Powerfeed is organic. Basically a fish emulsion made by seasol.

Best fertilizer is get an old drum, 1/2 fill with horse,chook,cow,sheep, blood n bone then throw in some fish guts or whole fish, seaweed. Then fill with water and let it ferment. Add some yeast slurry as well. Then once a week put a cupfull in a watering can and water well. The stinkier the better, but the yeast will help control the smell.


----------



## Brenn Gunn (13/12/13)

Thanx for the replies, guys. I am an experienced gardener and a large part of my working life has been spent as such. I have formal qualifications ect,, These hops were planted as one of my 'experiments'. They are planted out in a raised bed , in the garden, in a good sandy loam.
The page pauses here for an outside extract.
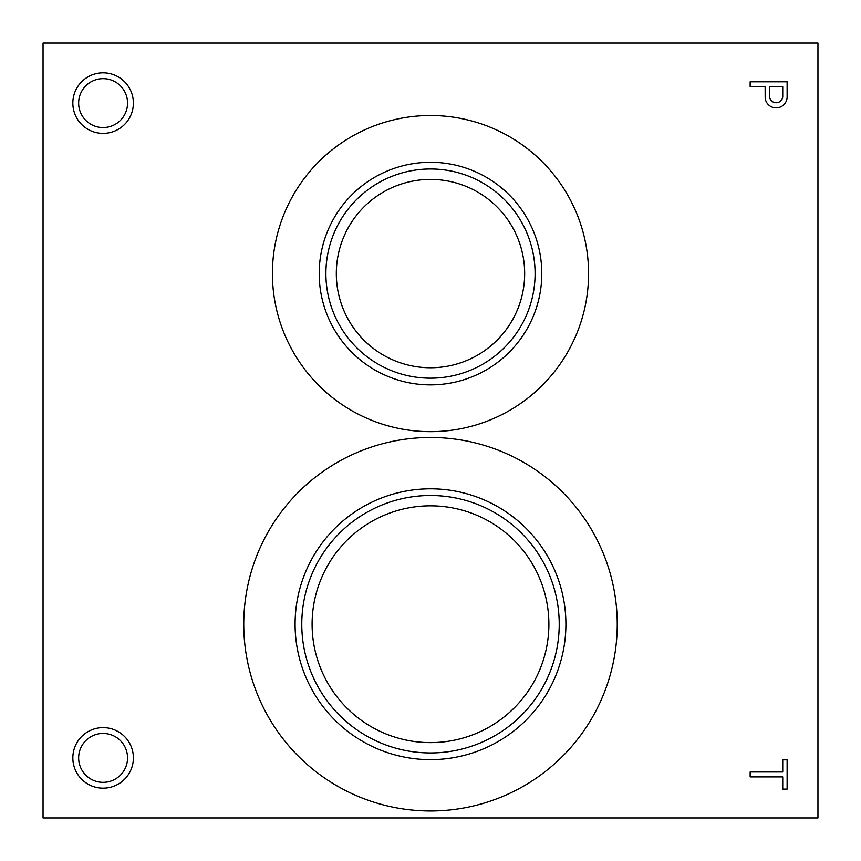 <?xml version="1.0" encoding="UTF-8"?>
<svg xmlns="http://www.w3.org/2000/svg" width="861" height="861" viewBox="0 0 861 861"><rect width="100%" height="100%" fill="white"/><g stroke="black" fill="none" stroke-linecap="round" stroke-linejoin="round"><path stroke-width="1.29" d="M787.115 789.117L787.115 759.832L782.724 759.832L782.724 771.983L750.146 771.983L750.146 776.902L782.724 776.902L782.724 789.117L787.115 789.117M765.171 97.917A10.999 10.999 0 0 0 776.407 107.862A10.999 10.999 0 0 0 787.115 97.347L787.115 81.795L750.146 81.795L750.146 86.713L765.128 86.713L765.171 97.917M72.841 103.105A30.264 30.264 0 0 0 118.237 129.322A30.264 30.264 0 0 0 118.237 76.887A30.264 30.264 0 0 0 72.841 103.105M72.841 757.895A30.264 30.264 0 0 0 118.237 784.113A30.264 30.264 0 0 0 118.237 731.678A30.264 30.264 0 0 0 72.841 757.895M272.42 273.583A158.08 158.08 0 0 0 509.54 410.482A158.08 158.08 0 0 0 509.54 136.684A158.08 158.08 0 0 0 272.42 273.583M243.749 624.225A186.751 186.751 0 0 0 523.875 785.953A186.751 186.751 0 0 0 523.875 462.497A186.751 186.751 0 0 0 243.749 624.225M43.05 817.95L817.95 817.95L817.95 43.05L43.05 43.05L43.05 817.95M769.519 86.713L769.519 96.12A6.63 6.63 0 0 0 775.761 102.728A6.63 6.63 0 0 0 782.724 96.895L782.724 86.713L769.519 86.713M78.652 103.105A24.452 24.452 0 0 0 115.331 124.275A24.452 24.452 0 0 0 115.331 81.935A24.452 24.452 0 0 0 78.652 103.105M78.652 757.895A24.452 24.452 0 0 0 115.331 779.065A24.452 24.452 0 0 0 115.331 736.725A24.452 24.452 0 0 0 78.652 757.895M319.205 273.583A111.295 111.295 0 0 0 486.142 369.972A111.295 111.295 0 0 0 486.142 177.194A111.295 111.295 0 0 0 319.205 273.583M325.899 273.583A104.601 104.601 0 0 0 482.795 364.171A104.601 104.601 0 0 0 482.795 182.995A104.601 104.601 0 0 0 325.899 273.583M336.317 273.583A94.183 94.183 0 0 0 477.586 355.141A94.183 94.183 0 0 0 477.586 192.025A94.183 94.183 0 0 0 336.317 273.583M295.086 624.225A135.414 135.414 0 0 0 498.207 741.493A135.414 135.414 0 0 0 498.207 506.957A135.414 135.414 0 0 0 295.086 624.225M301.78 624.225A128.719 128.719 0 0 0 494.86 735.703A128.719 128.719 0 0 0 494.86 512.747A128.719 128.719 0 0 0 301.78 624.225M312.102 624.225A118.398 118.398 0 0 0 489.694 726.759A118.398 118.398 0 0 0 489.694 521.691A118.398 118.398 0 0 0 312.102 624.225"/></g></svg>

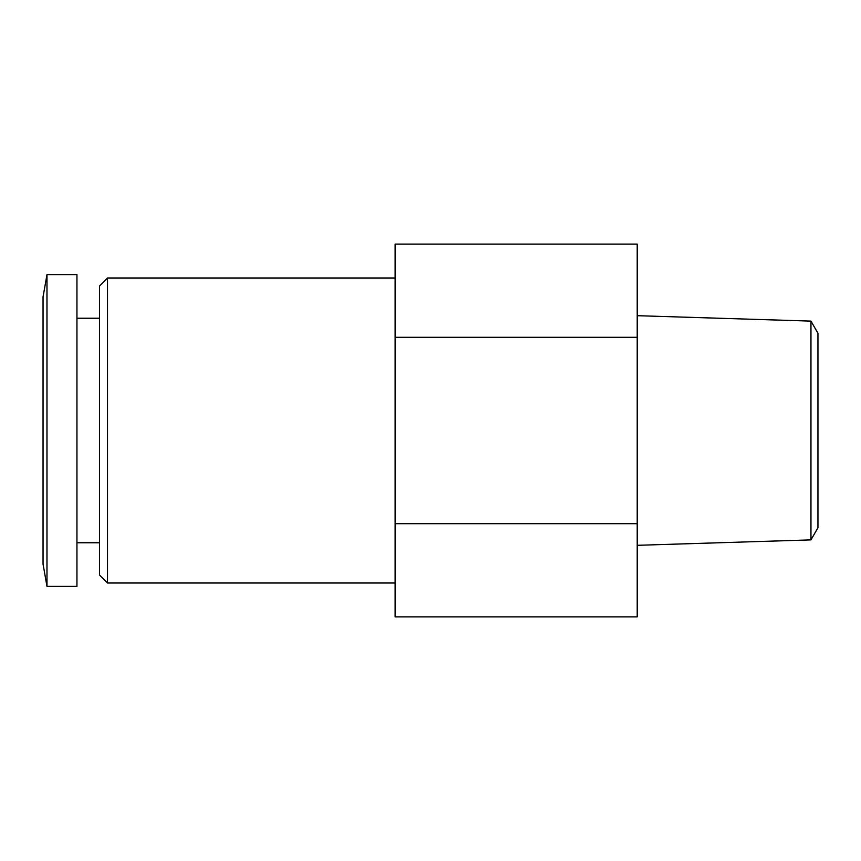 <?xml version="1.0" encoding="UTF-8"?>
<svg xmlns="http://www.w3.org/2000/svg" width="861" height="861" viewBox="0 0 861 861"><rect width="100%" height="100%" fill="white"/><g stroke="black" fill="none" stroke-linecap="round" stroke-linejoin="round"><path stroke-width="1.29" d="M46.978 274.616L43.05 296.862L43.05 564.138L46.978 586.384L76.941 586.384L76.941 274.616L46.978 274.616L46.978 586.384M107.517 582.994L107.517 278.006L99.532 285.992L99.532 575.008L107.517 582.994L395.124 582.994M395.124 337.318L637.215 337.318L637.215 244.137L395.124 244.137L395.124 616.863L637.215 616.863L637.215 523.682L395.124 523.682M637.215 337.318L637.215 523.682M810.954 539.89L817.95 527.771L817.95 333.229L810.954 321.11L810.954 539.89L637.215 545.314M76.941 542.764L99.532 542.764M76.941 318.236L99.532 318.236M107.517 278.006L395.124 278.006M810.954 321.11L637.215 315.686"/></g></svg>

Next time i will increase the organic matter 'slightly' as i think that it might help to keep the roots a little cooler in this hotter climate. The plants are moderately mulched as I was worried about the possibility of rot in this humid environment. I have been treating them similar to a rose since i planted them , with side dressings of blood and bone and a complete fertilizer with trace elements, and weekly waterings of a soluble. One thing that I think that I have underestimated is there water requirements and after reading the initial posts,, i have doubled there daily watering allocation. I planted 2 different variety, Cluster and POR. I have been amazed at the Clusters growth rate , as the POR is only achieving half of that. The picture i posted in the original post is of the cluster, as it flowered first, the pictured that i have included in this post is of the same plant. Once again , thank you for your replies, and if all continues to go well, I will erect a 'proper trellis' and try a few more varieties next year. I would inparticular like to try growing the german perle variety, as it is my most favorite brewing hop. Has anyone in SEQ any experience with growing this variety?


----------



## of mice and gods (13/12/13)

I grow a variety of hops in inner brisbane, however I have neglected my hops this year as I am about to move house but I would put the slowness of growth of your POR down to variety. As I have both first year rhizome cuttings of por and cluster going and am experiencing the opposite to you. POR seems super vigorous but the cluster is putting along (one of hoppy2b's infamous 'dwarf clusters' under observation)

Did you start from rhizome cuttings or advanced plants?


----------



## of mice and gods (13/12/13)

Also to go back to your first post, to help you understand it better the hop cones (strobiles) that we use in brewing are the fruiting bodies, what your picture shows is the female inflorescence before pollination/maturation. Fortunately hops are able to form these fruiting bodies without the presence of the male plant.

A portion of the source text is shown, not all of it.